There are flooring products which are considered natural such as linoleum types. Sometimes the “natural” part of these products can present performance problems especially if they repeatedly get wet from cleaning. This can cause the edges to curl and the product to lift.
One major flooring manufacturer is producing a polyurethane flooring made from soy-based resins, and another flooring product made from highly recyclable polyethylene terephthalate (PET) — the same plastic used for water and soda bottles. Both offer the promise of environmentally superior, cost- and performance-competitive options to standard luxury vinyl tile (LVT) or vinyl sheet flooring.
Rubber flooring can be made from natural rubber or recycled rubber tires. Rubber tile and sheet goods is a high-performance product often used in hospitals. Recycled rubber is ground up car and truck tires that is a blend of these materials that can also contain a soup of chemicals. Purchasers have to know what they’re buying and specifying for a project, so they don’t run into problems.
Polished and stained concrete has increased in popularity since it's using the concrete substrate the building already has as the flooring. It won’t create any green-related problems.
The consideration of green flooring products today is significant, but price also has to be considered as well as performance and maintenance. If these new products perform well but remain pricey, they’ll still find a strong niche in sectors like healthcare, education, and probably corporate. But if they can compete head-to-head on price with vinyl flooring, then this may be the beginning of a major trend.
Choosing flooring may be one of the hardest decisions in the building industry. Performance, design options, budget, installation, maintenance, embodied impacts, and durability all come into play. With all that in mind, there’s no perfect solution. Even after narrowing it down based on application and decided resilient flooring is best, there are still a dizzying number of options.
This may be part of the reason the industry tends to default to luxury vinyl tile and plank and, for healthcare situations, sheet vinyl. Vinyl’s low cost, popular design options, well understood installation, and low maintenance make it an easy choice.
Other considerations are the track record of a product or its place of origin. There are products on the market that have been problematic both in hard and soft surface flooring materials. If facility managers don’t do their research, they may wind up with one of them only to have them fail.
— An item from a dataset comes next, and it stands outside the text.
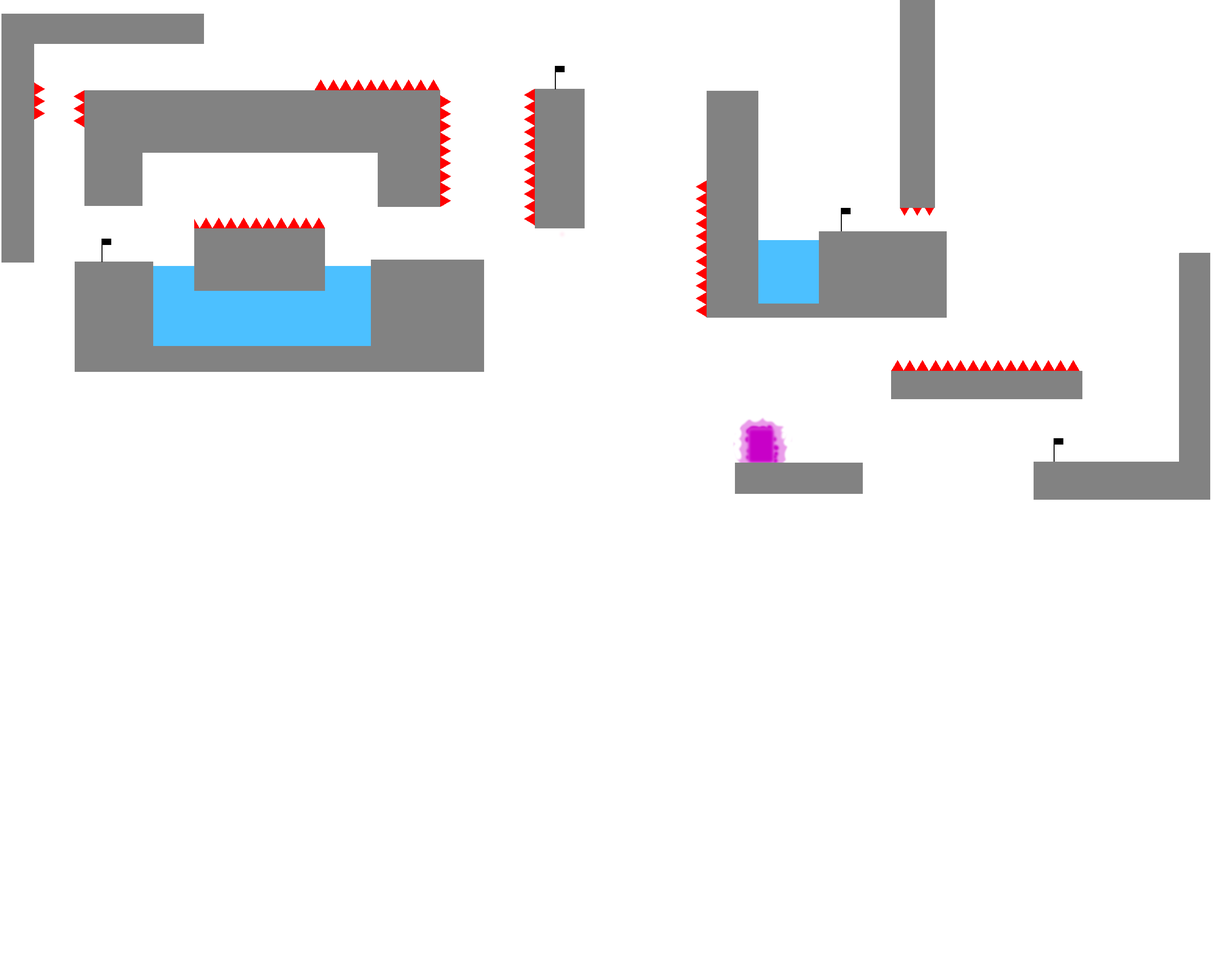
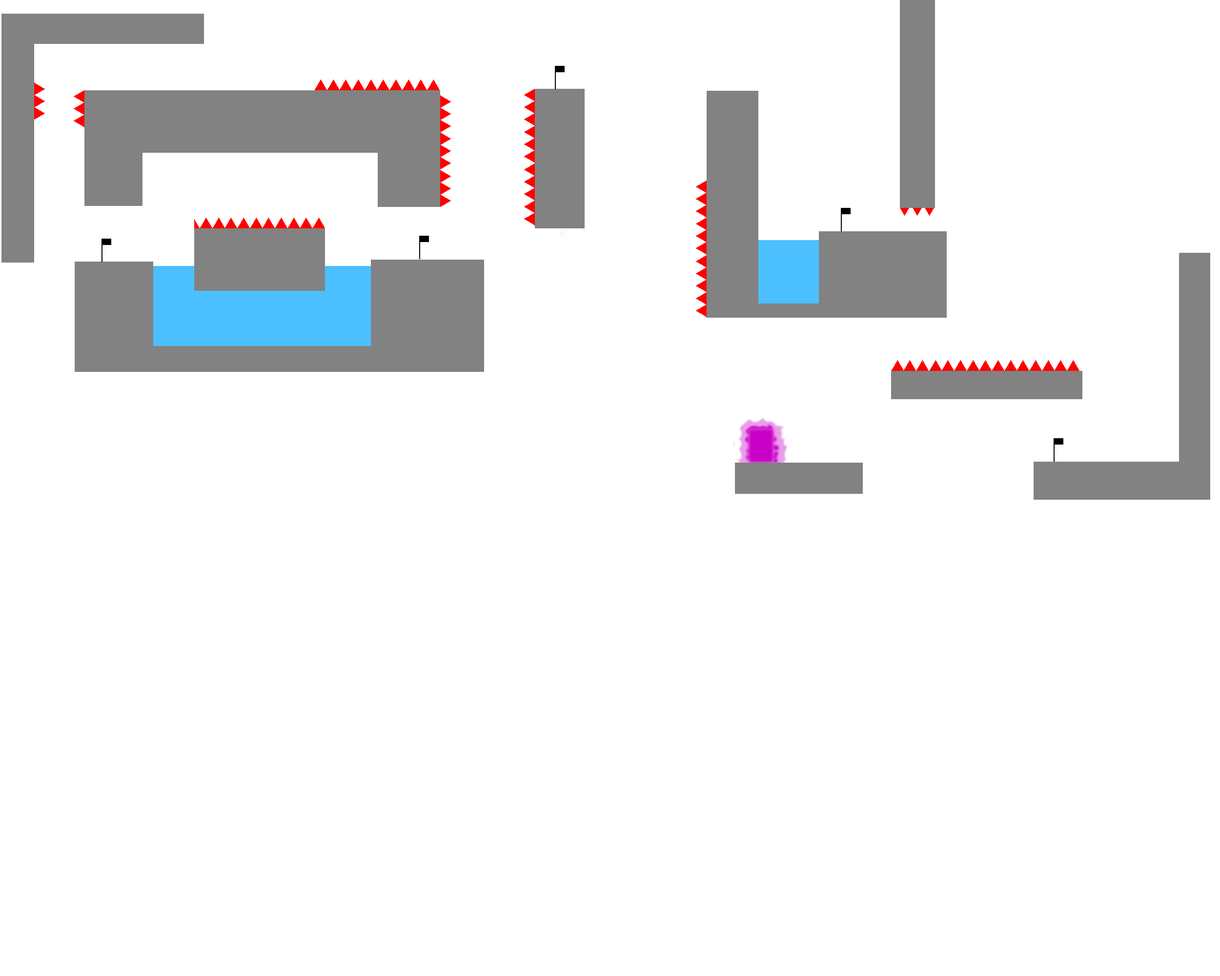
The second 1220×976 image is a revision of the first. Changes to its layers:
added layer "CP2" above "cp4" over [419, 235, 430, 260]

At that point they are faced with not only having to replace the product and the likelihood that it will wind up in a landfill — there goes your green initiative. In addition, managers will have the cost of replacement, sourcing another product, shutting down the areas of their facility that are affected by the failed flooring and the aggravation of dealing with this issue.
One of the most important considerations to be as green as possible is to make sure the flooring material being considered or specified can perform and be installed without failing. There is a famous saying about flooring: “get it in the door and keep it on the floor.” No matter how green a product is, if it fails, needs to be replaced, winds up in a landfill and costs a fortune, it wasn’t green.
Lewis G. Migliore is president of LGM & Associates and has been associated with the floor covering industry for the past 50 years.